I like to look here to learn though.


----------



## DraftyAiresMum (Jun 1, 2011)

anndankev said:


> Yes, he is lovely. Great color, and growing into himself well I think.
> 
> I'm chicken to put my horse up for critique, I got a couple of not so good comments on my pre-"purchase" what do you think thread in the critique section. LOL
> 
> I like to look here to learn though.


I know where most of his faults lie, but I always like to get another few sets of eyes to see what my (probably) biased eyes overlook.

For example, I know he has a steep croup (typical draft horse), he's tied in behind the knee, his hocks are set a little high, and he has a short neck. He also has no withers to speak of. I think is back is nice and short, though I'd like a little more angle to his shoulder. Luckily, he's a super smooth ride, so his shoulder angle will only have an effect if we get into jumping.


----------



## DraftyAiresMum (Jun 1, 2011)

Bumpity-bump?


----------



## TimWhit91 (Feb 3, 2012)

Mr. Aries is growing up. Not look8ng all gangly anymore. Handsome boy
_Posted via Mobile Device_


----------



## DraftyAiresMum (Jun 1, 2011)

Anyone else? You can tell me how ugly he is. I won't be offended. ;-)


----------



## kiltsrhott (Mar 11, 2012)

Well, I'm not the best at formal conformation critique...

The first thing I notice is that he's not done growing. He's still a bit leggy and his shoulder looks small. My own horse is a Shire/TB cross. I bought her when she was 5 and she measured about 16.2. She leveled off at around 17 hands when she was 7 years old, and continued to fill out and change shape until she was about 8, so don't be surprised if you get another inch or so out of him. Even if he doesn't grow up in height much, he still has a lot of maturing and filling out to do over the next few years, which will only improve his balance and proportions.
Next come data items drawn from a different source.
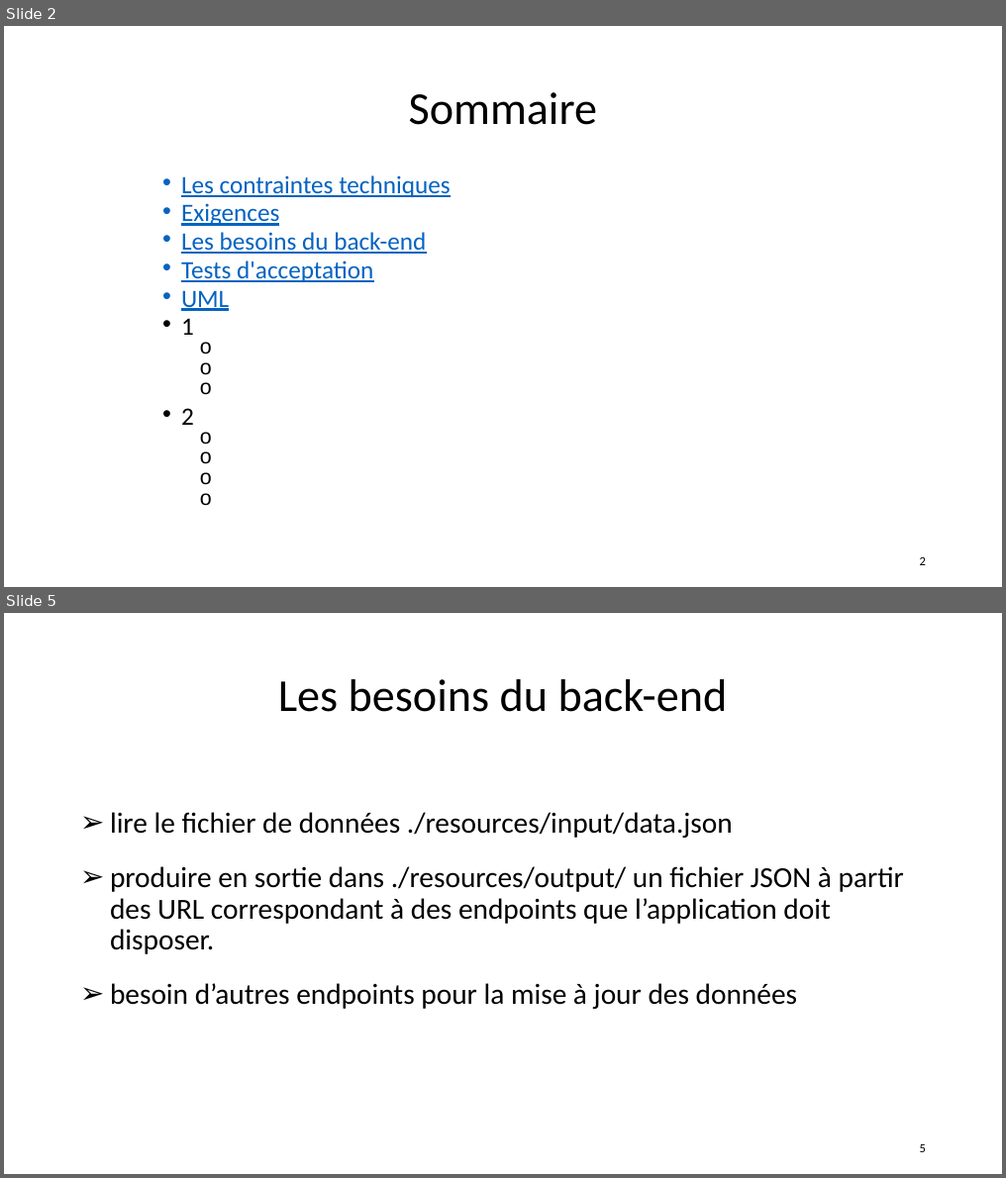
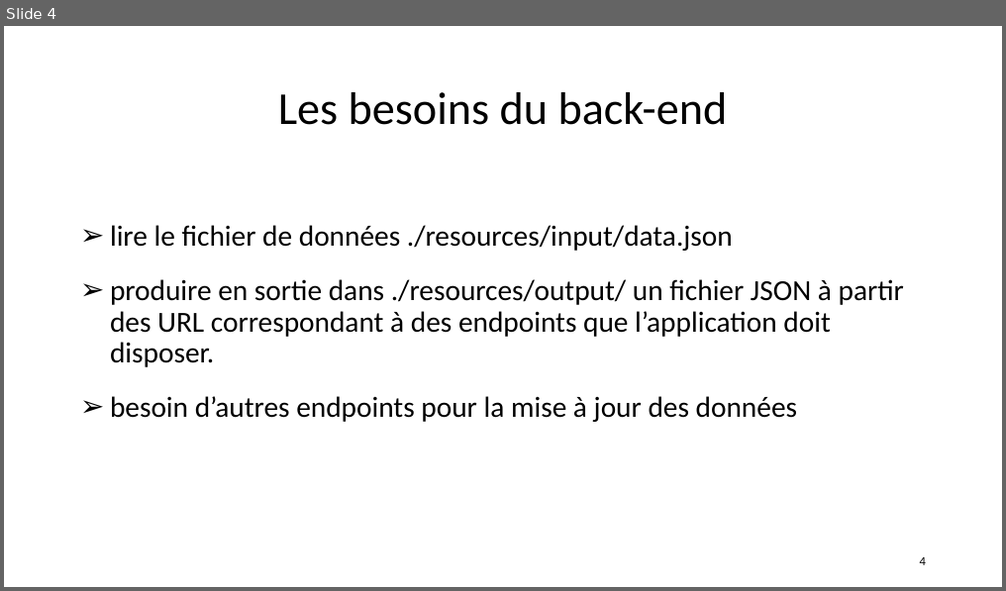
Before and after one commit to andrechico999/https-github.com-emmo78-com.safetynet.alerts, a slide deck: A_Livrables/MOREL_Olivier_4_slides_062022.pptx. Shown one above the other, each under a label of ours: slides 2 and 5 before the commit, slide 4 after it; the slides between them are not shown. The pictures are 1006x1178 and 1006x591 pixels, drawn with LibreOffice and Linux fonts; fonts in the diff are those of the drawing. Boxes give left, top, right and bottom in pixels: in the first picture for what was removed or moved away, otherwise in the second. Text is boxed around its words. In the diff, an @@ line names an element or a change of style, - is before the commit and + after.

```diff
--- a/A_Livrables/MOREL_Olivier_4_slides_062022.pptx
+++ b/A_Livrables/MOREL_Olivier_4_slides_062022.pptx
@@ slide 2 removed at (4, 26, 1002, 587), background #FFFFFF @@
@@ title removed at (409, 92, 597, 125) @@
-Sommaire
@@ text removed at (181, 175, 450, 425) @@
-• Les contraintes techniques
-• Exigences
-• Les besoins du back-end
-• Tests d'acceptation
-• UML
-• 1
-• 2
@@ page number removed at (920, 558, 926, 566) @@
-2
@@ what was slide 5 is now slide 4 @@
@@ page number at (920, 558, 926, 566): text changed @@
-5
+4
```
Also in this commit, not shown: 15 slides changed, 10 slides added, 6 other slides removed, 5 other files.

He has an open hip angle. This is supposed to be great for jumping and driving, but not so great for dressage, and is typical of drafts and draft crosses. His legs look pretty clean, with good angles to his pasterns. His head is on the large side, but big heads are, once again, typical of draft crosses. He should grow into it more as he matures.

He really is a handsome boy. I always admire your horse when you post about him. I just think he's really neat. I love his coloring, and I may be a bit biased for the draft crosses.


----------



## DraftyAiresMum (Jun 1, 2011)

That head of his is the bane of my existence! It's been draft-size since he was about 2.5-years-old. It's always looked big compared to the rest of him except when he was 2 and wore a large horse halter for two weeks before he outgrew it.
_Posted via Mobile Device_


----------



## LTG (Aug 24, 2013)

Hi,

What do you use him for ?

I like how strong he is and he's well put together - his faults (as you listed) are minor.

But depends on what you intend with him, sorry I don't know.


----------



## DraftyAiresMum (Jun 1, 2011)

Most just pleasure riding. I would love to eventually learn to jump and do eventing with him. Just low-level, fun stuff. I'd also like to teach him to drive.
_Posted via Mobile Device_


----------